What needs to be done: Exact copies of all the lines below are required, with the pictures omitted.

BEGIN Data for this task

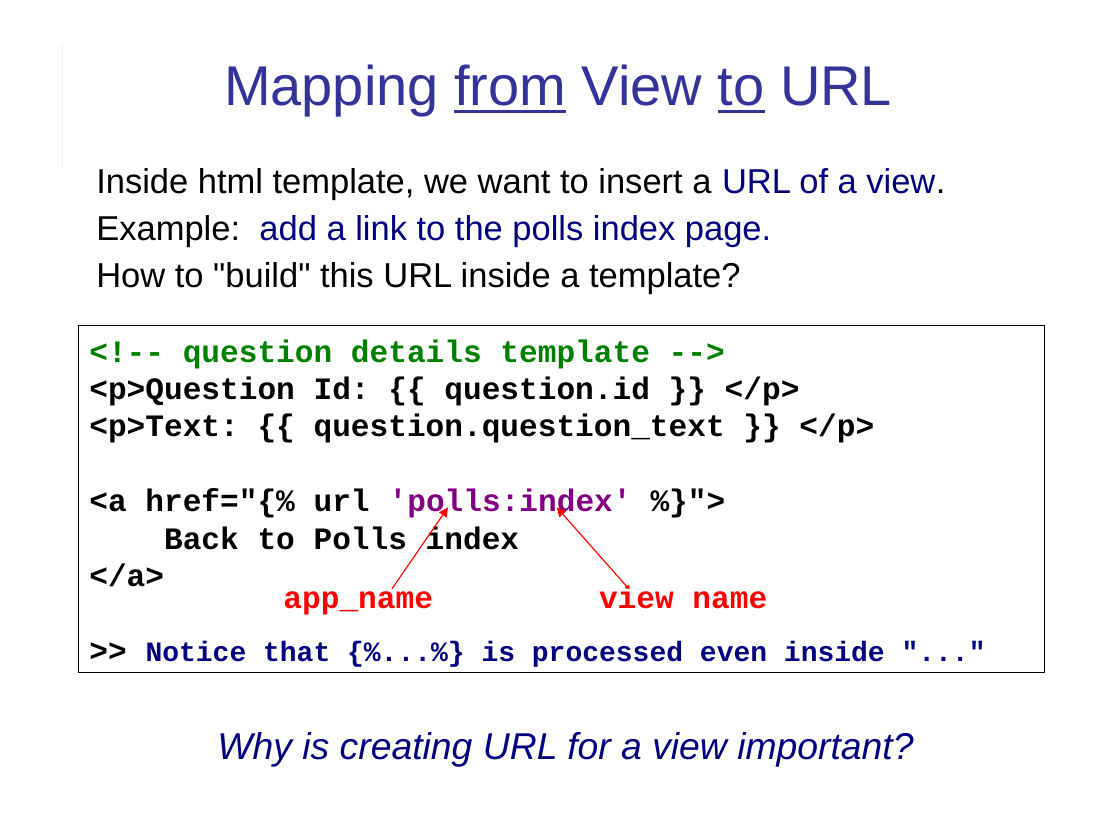
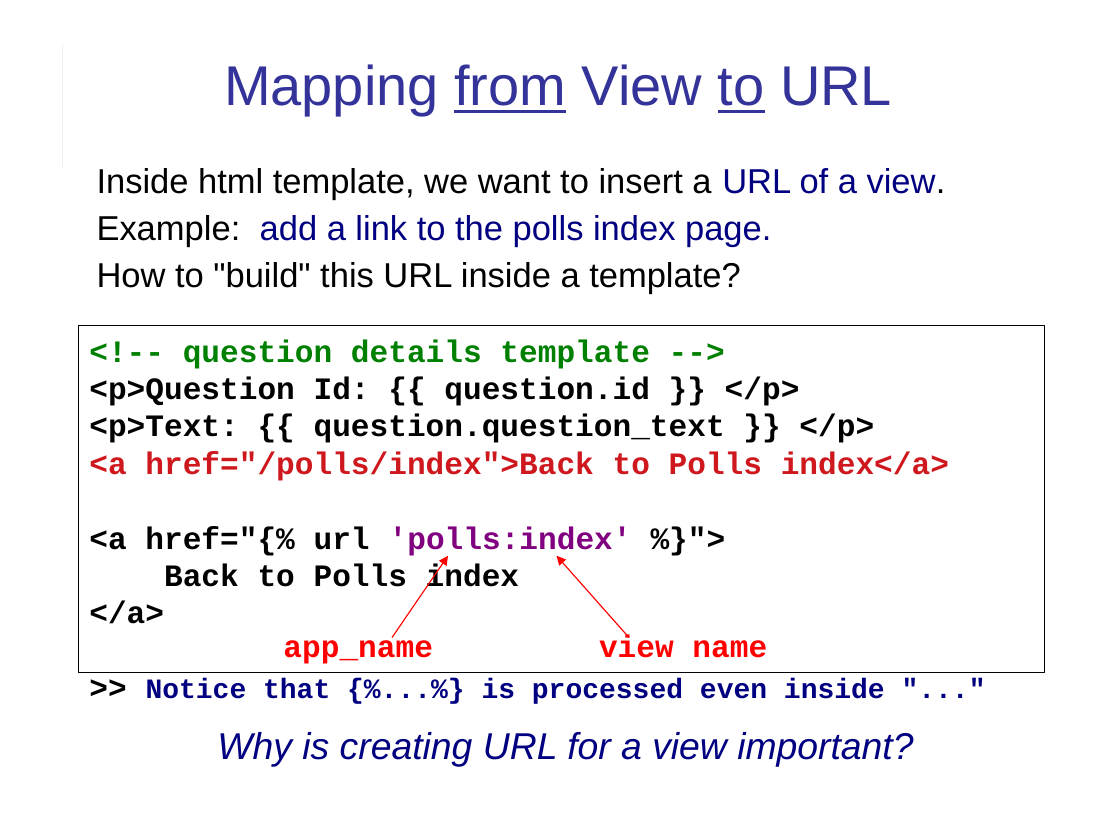
Before and after one commit to cpske/ISP, a slide deck: slide 14 of django/Django-review-1.ppt. Drawn at 1120x840 pixels with LibreOffice and Linux fonts; fonts in the diff are those of the drawing. Boxes give left, top, right and bottom in pixels: in the first picture for what was removed or moved away, otherwise in the second. Text is boxed around its words. In the diff, an @@ line names an element or a change of style, - is before the commit and + after.

```diff
--- a/django/Django-review-1.ppt
+++ b/django/Django-review-1.ppt
@@ text in rectangle at [89,451,949,481]: paragraph added @@
+<a href="/polls/index">Back to Polls index</a>
@@ 2 texts, 2 arrows: place and size @@
-2 texts, 2 arrows at [283,507,767,615]
+2 texts, 2 arrows at [283,556,767,664]
```
Also in this commit, not shown: 3 other slides changed, 2 other files.
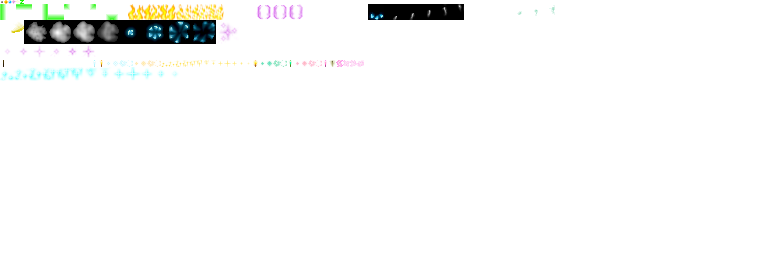
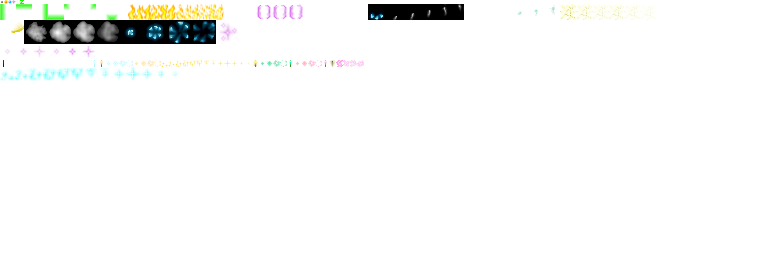
Two versions of the same layered image (768 × 256). Layer-by-layer changes:
painted on "Background" over [560, 4, 656, 20]

END Data for this task

Your response:
Before and after one commit to cpske/ISP, a slide deck: slide 14 of django/Django-review-1.ppt. Drawn at 1120x840 pixels with LibreOffice and Linux fonts; fonts in the diff are those of the drawing. Boxes give left, top, right and bottom in pixels: in the first picture for what was removed or moved away, otherwise in the second. Text is boxed around its words. In the diff, an @@ line names an element or a change of style, - is before the commit and + after.

```diff
--- a/django/Django-review-1.ppt
+++ b/django/Django-review-1.ppt
@@ text in rectangle at [89,451,949,481]: paragraph added @@
+<a href="/polls/index">Back to Polls index</a>
@@ 2 texts, 2 arrows: place and size @@
-2 texts, 2 arrows at [283,507,767,615]
+2 texts, 2 arrows at [283,556,767,664]
```
Also in this commit, not shown: 3 other slides changed, 2 other files.
Two versions of the same layered image (768 × 256). Layer-by-layer changes:
painted on "Background" over [560, 4, 656, 20]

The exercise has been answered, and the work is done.